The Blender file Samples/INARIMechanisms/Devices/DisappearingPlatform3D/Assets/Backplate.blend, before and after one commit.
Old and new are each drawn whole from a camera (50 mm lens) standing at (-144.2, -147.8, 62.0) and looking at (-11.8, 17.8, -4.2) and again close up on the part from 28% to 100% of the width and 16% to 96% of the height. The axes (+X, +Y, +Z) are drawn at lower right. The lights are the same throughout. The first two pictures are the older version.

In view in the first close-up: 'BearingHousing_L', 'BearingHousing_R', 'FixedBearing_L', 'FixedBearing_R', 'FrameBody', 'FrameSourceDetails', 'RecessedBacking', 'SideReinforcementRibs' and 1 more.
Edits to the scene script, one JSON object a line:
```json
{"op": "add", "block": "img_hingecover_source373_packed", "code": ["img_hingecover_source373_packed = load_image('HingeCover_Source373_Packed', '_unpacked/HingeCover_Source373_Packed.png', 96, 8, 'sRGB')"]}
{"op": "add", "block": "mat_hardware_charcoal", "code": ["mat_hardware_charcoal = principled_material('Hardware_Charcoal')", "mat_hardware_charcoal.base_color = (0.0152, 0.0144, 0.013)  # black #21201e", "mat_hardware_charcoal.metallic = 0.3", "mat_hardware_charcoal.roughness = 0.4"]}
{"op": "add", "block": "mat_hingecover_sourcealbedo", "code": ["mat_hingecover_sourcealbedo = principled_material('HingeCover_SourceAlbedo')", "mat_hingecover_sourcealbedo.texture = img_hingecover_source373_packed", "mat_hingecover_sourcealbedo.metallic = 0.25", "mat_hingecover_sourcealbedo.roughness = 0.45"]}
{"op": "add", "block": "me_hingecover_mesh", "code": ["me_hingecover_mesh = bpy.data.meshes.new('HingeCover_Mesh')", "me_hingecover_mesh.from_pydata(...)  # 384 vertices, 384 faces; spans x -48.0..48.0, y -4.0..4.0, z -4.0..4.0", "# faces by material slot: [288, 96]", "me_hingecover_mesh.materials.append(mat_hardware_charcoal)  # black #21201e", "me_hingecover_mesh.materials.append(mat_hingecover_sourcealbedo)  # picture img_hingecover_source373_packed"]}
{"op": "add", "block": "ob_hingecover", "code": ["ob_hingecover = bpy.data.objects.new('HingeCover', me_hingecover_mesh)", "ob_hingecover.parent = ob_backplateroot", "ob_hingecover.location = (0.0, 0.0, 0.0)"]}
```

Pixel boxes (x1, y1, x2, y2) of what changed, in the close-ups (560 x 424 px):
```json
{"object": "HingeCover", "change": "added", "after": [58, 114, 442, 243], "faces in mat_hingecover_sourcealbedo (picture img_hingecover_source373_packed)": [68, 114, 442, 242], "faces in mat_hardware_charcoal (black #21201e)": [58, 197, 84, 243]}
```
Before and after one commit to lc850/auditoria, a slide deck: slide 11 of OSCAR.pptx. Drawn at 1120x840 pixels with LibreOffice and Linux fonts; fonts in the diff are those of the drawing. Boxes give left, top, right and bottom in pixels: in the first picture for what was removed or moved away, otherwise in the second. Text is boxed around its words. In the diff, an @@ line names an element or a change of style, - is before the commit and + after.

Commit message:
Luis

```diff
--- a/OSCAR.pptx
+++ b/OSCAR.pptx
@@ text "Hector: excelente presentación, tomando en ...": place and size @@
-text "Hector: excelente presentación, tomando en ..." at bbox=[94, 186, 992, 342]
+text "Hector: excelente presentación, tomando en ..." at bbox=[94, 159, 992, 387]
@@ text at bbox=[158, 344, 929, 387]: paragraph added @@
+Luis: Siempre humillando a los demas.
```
-----
▸ Your goal:
Using the listing above, locate the lines that hold "faces" and copy each one.

▸ Exercise result:
{"op": "add", "block": "me_hingecover_mesh", "code": ["me_hingecover_mesh = bpy.data.meshes.new('HingeCover_Mesh')", "me_hingecover_mesh.from_pydata(...)  # 384 vertices, 384 faces; spans x -48.0..48.0, y -4.0..4.0, z -4.0..4.0", "# faces by material slot: [288, 96]", "me_hingecover_mesh.materials.append(mat_hardware_charcoal)  # black #21201e", "me_hingecover_mesh.materials.append(mat_hingecover_sourcealbedo)  # picture img_hingecover_source373_packed"]}
{"object": "HingeCover", "change": "added", "after": [58, 114, 442, 243], "faces in mat_hingecover_sourcealbedo (picture img_hingecover_source373_packed)": [68, 114, 442, 242], "faces in mat_hardware_charcoal (black #21201e)": [58, 197, 84, 243]}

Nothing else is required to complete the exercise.